KOMPAS.com - Pesepak bola Indonesia dipaksa memutar otak sejak kompetisi semua level dihentikan pada 2 Mei 2015. Mereka harus mencari cara bagaimana menafkahi diri dan keluarga karena klub pun enggan keluar dana.
Kebanyakan pesepak bola nasional merambah dunia wirausaha. Namun, ada pula yang mencoba peruntungan di layar kaca atau tergiur dengan penghasilan di Go-Jek.
Berikut ini adalah 5 usaha pemain sepak bola nasional saat kompetisi vakum:
Airlangga Sucipto
Airlangga Sucipto tak kehilangan penghasilan ketika sepak bola nasional mengalami vakum. Bersama Tony Sucipto, Airlangga merintis bisnis dengan mengawinkan bidang kuliner dan pariwisata. Namanya adalah Street Gourmet.
“Pengunjung tidak hanya mencicipi makanan. Mereka juga diajak keliling Kota Bandung,” kata mantan pemain Persib Bandung dan Semen Padang ini.
Pengunjung diajak berwisata kuliner dengan bus berkecepatan maksimal 30 kilometer per jam. Di dalam bus, pemandu wisata menceritakan bangunan di Bandung dan memutar video Bandung tempo dulu.
Hariono
Hariono memasarkan produk H24 melalui akun Instagram pribadinya dan menitipkannya di Viking Fans Shop. Pesepak bola berusia 30 tahun ini juga berencana melebarkan sayap ke tempat kelahirannya, Sidoarjo.
"Bertahap saja sambil mempelajari bisnis ini," tutur Hariono.
Oktovianus Maniani
Pemain asal Papua tersebut tak kesulitan memerankan tokoh dengan namanya sendiri karena sinetron tersebut masih berkaitan sepak bola. Lantaran keasyikan bermain sinetron, Okto dipecat oleh Pusamania Borneo FC.
Setelah tidak bermain sinetron lagi, Okto memilih trial di salah satu klub Malaysia Premier League, UiTM FC. Kurang lebih berlatih di sana selama 2 minggu, Okto memilih kembali ke Papua.
Anang Ma'ruf
Berpofesi sebagai atlet memang belum menjanjikan kesejahteraan. Itulah yang dirasakan mantan bintang Persebaya Surabaya, Anang Ma'ruf.
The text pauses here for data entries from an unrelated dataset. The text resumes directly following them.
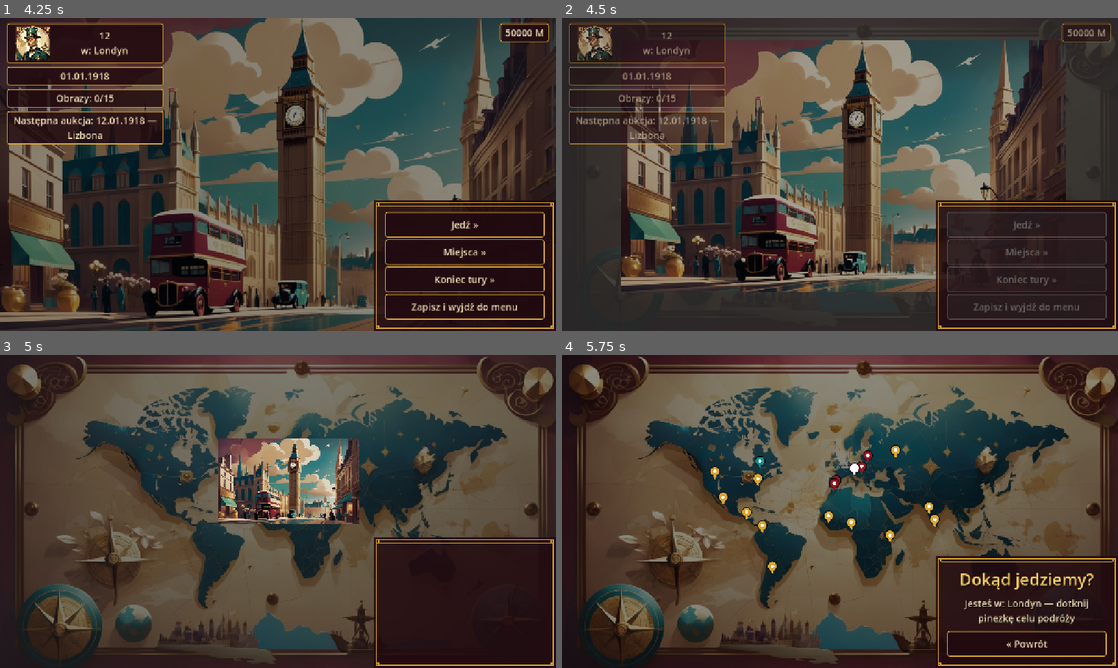
Above: before the commit, frames 1-4 (two rows, left to right).
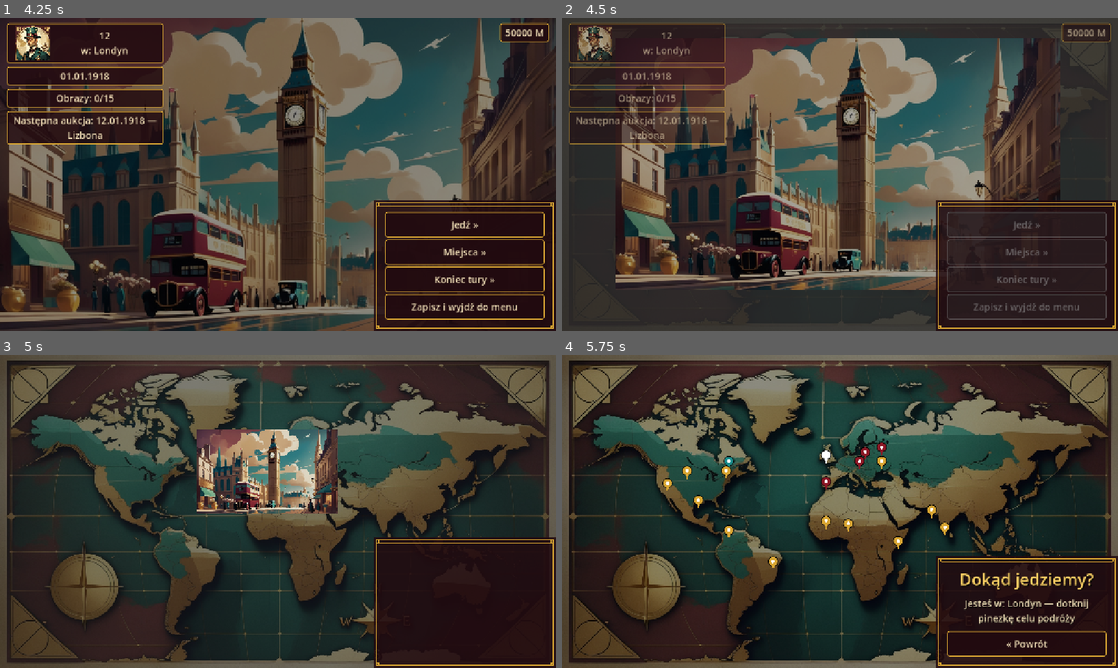
Above: after the commit, the same moments.

Repository: cinekm20/the-forger-retro-tycoon
Game: Godot game, scene res://scenes/main_menu/MainMenu.tscn
Same seed, same stepped clock (60 frames per second), same inputs: the game is played once before the commit and once after it.
Inputs (mouse positions are in pixels of both pictures, inside the frame that each line leads up to):
- Up to frame 1 (4.25 s): click "1" at 0.5 s; click "Tryb łatwy (15/40 obrazów do …" at 1.25 s; click "Nowa gra" at 2 s; click (494, 299) at 2.77 s; type "12" at 2.85 s; click "Rozpocznij grę" at 3.5 s
- Up to frame 2 (4.5 s): click "Jedź »" at 4.25 s
- Up to frame 3 (5 s): no input
- Up to frame 4 (5.75 s): no input

Frame 1 is identical in both runs. In frame 2, 22% of the frame differs, in the area x 6-95%, y 4-96%; in frame 3, 69%; in frame 4, 74%, in the area x 0-100%, y 0-100%.

Commit message:
Podmień mapę świata i przekalibruj wszystkie pinezki miast
Użytkownik zgłosił, że kontynenty na starej hub_map.jpg nie były dobrze
odzwierciedlone geograficznie, i wygenerował nową grafikę — prawdziwą,
rozpoznawalną mapę świata zamiast wcześniejszej stylizacji z fragmentami
trudnymi do jednoznacznego rozpoznania. Wszystkie 18 współrzędnych w
Cities.gd MAP_POSITION przeliczone od zera pod nowy obrazek: każda
zweryfikowana wizualnie na powiększonych wycinkach z siatką co 0.01
(kolor lądu w tej grafice zmienia się z szerokością geograficzną, więc
samo próbkowanie koloru piksela nie wystarcza — liczy się rozpoznany
kształt kontynentu).

Co-Authored-By: Claude Sonnet 5 <noreply@anthropic.com>
Claude-Session: https://claude.ai/code/session_01WjdcGYSPdySvPA6GKCaWaN

Diff:
--- a/game/scripts/autoload/Cities.gd
+++ b/game/scripts/autoload/Cities.gd
@@ -110,73 +110,39 @@
 
 
 ## Pozycje pinezek na mapie świata — ułamek szerokości/wysokości ekranu
-## (0,0 = lewy górny róg). Skalibrowane bezpośrednio na pikselach
-## game/art/backgrounds/hub_map.jpg (1368×768) — dla każdego miasta
-## znaleziono piksel leżący na właściwym lądzie na TYM konkretnym obrazku
-## (analiza kolorów: ląd = odcienie niebiesko-turkusowe, morze = beż/sepia),
-## nie na czystej geografii w oderwaniu od grafiki. Poprzednie wartości były
-## szacowane "na ślepo" bez podglądu grafiki i wypadały w oceanie/złym
-## miejscu (zgłoszone przez użytkownika na zrzucie ekranu).
-##
-## Zweryfikowane ponownie programowo (próbkowanie koloru piksela pod każdą
-## z tych współrzędnych) po kolejnym zgłoszeniu użytkownika — berlin i
-## st_louis faktycznie wypadały na kolorze morza (beż), mimo że reszta miast
-## była poprawna; poprawione na najbliższy ląd w promieniu kilku pikseli od
-## oryginalnej pozycji (patrz też TravelMap.gd — pinezki są teraz zakotwiczone
-## na tych ułamkach przez anchor_left/right/top/bottom, więc RAZ dobrze
-## skalibrowane współrzędne zostają poprawne przy każdej rozdzielczości).
-##
-## Kolejna poprawka: berlin/paryż/amsterdam/londyn (region "europe") leżały
-## wszystkie na wąskim, wysuniętym na północ półwyspie przypominającym
-## Norwegię/Skandynawię (zgłoszone przez użytkownika: "londyn, paryż i
-## amsterdam lądują w norwegii") — przesunięte wtedy w dół, ale za daleko: na
-## szeroki ląd, który jest wizualnie Afryką (zgłoszone: "a teraz są w
-## Afryce"). Przesunięte na wąski pas lądu POMIĘDZY tymi dwoma skrajnościami,
-## a potem jeszcze trochę wyżej (bliżej nasady półwyspu, ale wciąż na
-## jednoznacznie kontynentalnym lądzie, nie na samej wąskiej odnodze) —
-## zgłoszone przez użytkownika: "jeszcze trochę wyżej te europejskie". Nadal
-## wymagając "głębokiego lądu" (margines koloru ląd/morze dodatni w całym
-## promieniu ~6px wokół punktu, nie tylko w jednym pikselu), żeby nie trafić
-## na wąski przesmyk/zatoczkę widoczny dokładnie w tym pasie.
-##
-## Kolejna poprawka (zgłoszenie użytkownika: "już to poprawialiśmy ale nadal
-## nie w tych miejscach są znaczniki", ze zrzutem ekranu z gry): programowe
-## próbkowanie koloru ujawniło, że new_york/richmond/st_louis lądowały w
-## KANADYJSKIEJ ARKTYCE (rozdrobnione wysepki archipelagu widoczne na
-## hub_map.jpg), nie na kontynentalnych Stanach Zjednoczonych — jednolity,
-## niepofragmentowany ląd niżej na tym samym kontynencie (między Arktyką a
-## przesmykiem do Ameryki Środkowej) to faktyczne "USA" na tej grafice.
-## guatemala i rio wypadały wprost w morzu (kolor beżowy, nie ląd) — guatemala
-## przesunięta na wąski, ale jednoznacznie lądowy fragment przesmyku
-## środkowoamerykańskiego kawałek na wschód/południe od poprzedniej pozycji;
-## rio przesunięte w lewo, bo poprzednia pozycja lądowała w otwartym oceanie
-## na wschód od wybrzeża Brazylii. lisbon leżała dokładnie na granicy ląd/
-## morze (część sąsiednich pikseli już w morzu) — przesunięta kawałek w
-## prawo, w głąb lądu. Reszta miast (w tym bombay/colombo) zweryfikowana
-## jako poprawna: subkontynent indyjski na tej konkretnej grafice jest
-## namalowany w cieplejszym, piaskowym odcieniu zamiast niebiesko-turkusowym
-## jak reszta lądów — kolor sam w sobie nie jest tu wiarygodnym testem, liczy
-## się rozpoznawalny kształt kontynentu (zweryfikowane wizualnie, nie tylko
-## programowo).
+## (0,0 = lewy górny róg). Zgłoszenie użytkownika: kontynenty na POPRZEDNIEJ
+## wersji hub_map.jpg nie były geograficznie dobrze odwzorowane (rozdrobniony
+## archipelag zamiast kontynentalnych USA, prawie niewidoczny przesmyk
+## Ameryki Środkowej, subkontynent indyjski w innym kolorze niż reszta lądów)
+## — wygenerowano NOWĄ grafikę (prawdziwa, rozpoznawalna projekcja
+## Merkatora-podobna) i przekalibrowano wszystkie współrzędne od zera pod nią.
+## Ląd w tej grafice ma DWA odcienie zależnie od szerokości geograficznej
+## (kremowy/turkusowy na północy, złoto-brązowy bliżej równika) — kolor sam
+## w sobie nie jest tu wiarygodnym testem "ląd czy morze", liczy się
+## rozpoznawalny kształt kontynentu (każda współrzędna zweryfikowana
+## wizualnie na powiększonych wycinkach z siatką co 0.01, nie tylko
+## programowym próbkowaniem koloru piksela). Współrzędne pinezek są
+## zakotwiczone przez anchor_left/right/top/bottom (patrz TravelMap.gd), więc
+## raz dobrze skalibrowane zostają poprawne przy każdej rozdzielczości.
 const MAP_POSITION := {
-	"berlin": Vector2(0.55, 0.327),
-	"paris": Vector2(0.493, 0.405),
-	"amsterdam": Vector2(0.539, 0.361),
-	"lisbon": Vector2(0.49, 0.415),
-	"london": Vector2(0.526, 0.367),
-	"ankara": Vector2(0.60, 0.31),
-	"bombay": Vector2(0.66, 0.49),
-	"colombo": Vector2(0.67, 0.53),
-	"mombasa": Vector2(0.59, 0.58),
-	"duala": Vector2(0.52, 0.54),
-	"abidjan": Vector2(0.48, 0.52),
-	"rio": Vector2(0.378, 0.68),
-	"bogota": Vector2(0.36, 0.55),
-	"guatemala": Vector2(0.332, 0.509),
-	"mexico": Vector2(0.29, 0.46),
-	"new_york": Vector2(0.356, 0.345),
-	"richmond": Vector2(0.352, 0.400),
-	"st_louis": Vector2(0.275, 0.378),
+	"berlin": Vector2(0.575, 0.30),
+	"paris": Vector2(0.535, 0.345),
+	"amsterdam": Vector2(0.545, 0.315),
+	"lisbon": Vector2(0.475, 0.41),
+	"london": Vector2(0.475, 0.325),
+	"ankara": Vector2(0.575, 0.345),
+	"bombay": Vector2(0.665, 0.50),
+	"colombo": Vector2(0.688, 0.555),
+	"mombasa": Vector2(0.605, 0.60),
+	"duala": Vector2(0.515, 0.545),
+	"abidjan": Vector2(0.475, 0.535),
+	"rio": Vector2(0.38, 0.665),
+	"bogota": Vector2(0.30, 0.565),
+	"guatemala": Vector2(0.245, 0.47),
+	"mexico": Vector2(0.19, 0.415),
+	"new_york": Vector2(0.30, 0.345),
+	"richmond": Vector2(0.295, 0.375),
+	"st_louis": Vector2(0.225, 0.375),
 }
 
 
Binary file changed: game/art/backgrounds/hub_map.jpg

Selepas pensiun, Anang memilih menjadi pengendara ojek berbasis aplikasi. "Saya sudah bukan pemain bola lagi. Saya rakyat biasa, seperti Anda semua," kata Anang.
Meski begitu, Anang mengaku tak melupakan pengabdiannya sebagai pelatih di Sekolah Sepak Bola Simo United kelompok usia 10-17 tahun. Simo adalah nama sebuah kampung di Surabaya.
"Biasanya saya melatih pagi dan sore harinya, sehingga meski jadi pengendara Go-Jek saya masih di dunia sepak bola," tuturnya.
Galih Sudaryono
Galih juga harus berpindah-pindah untuk mencari titik keramaian. Salah satu titik yang dimanfaatkan Galih adalah Stadion Manahan, Solo.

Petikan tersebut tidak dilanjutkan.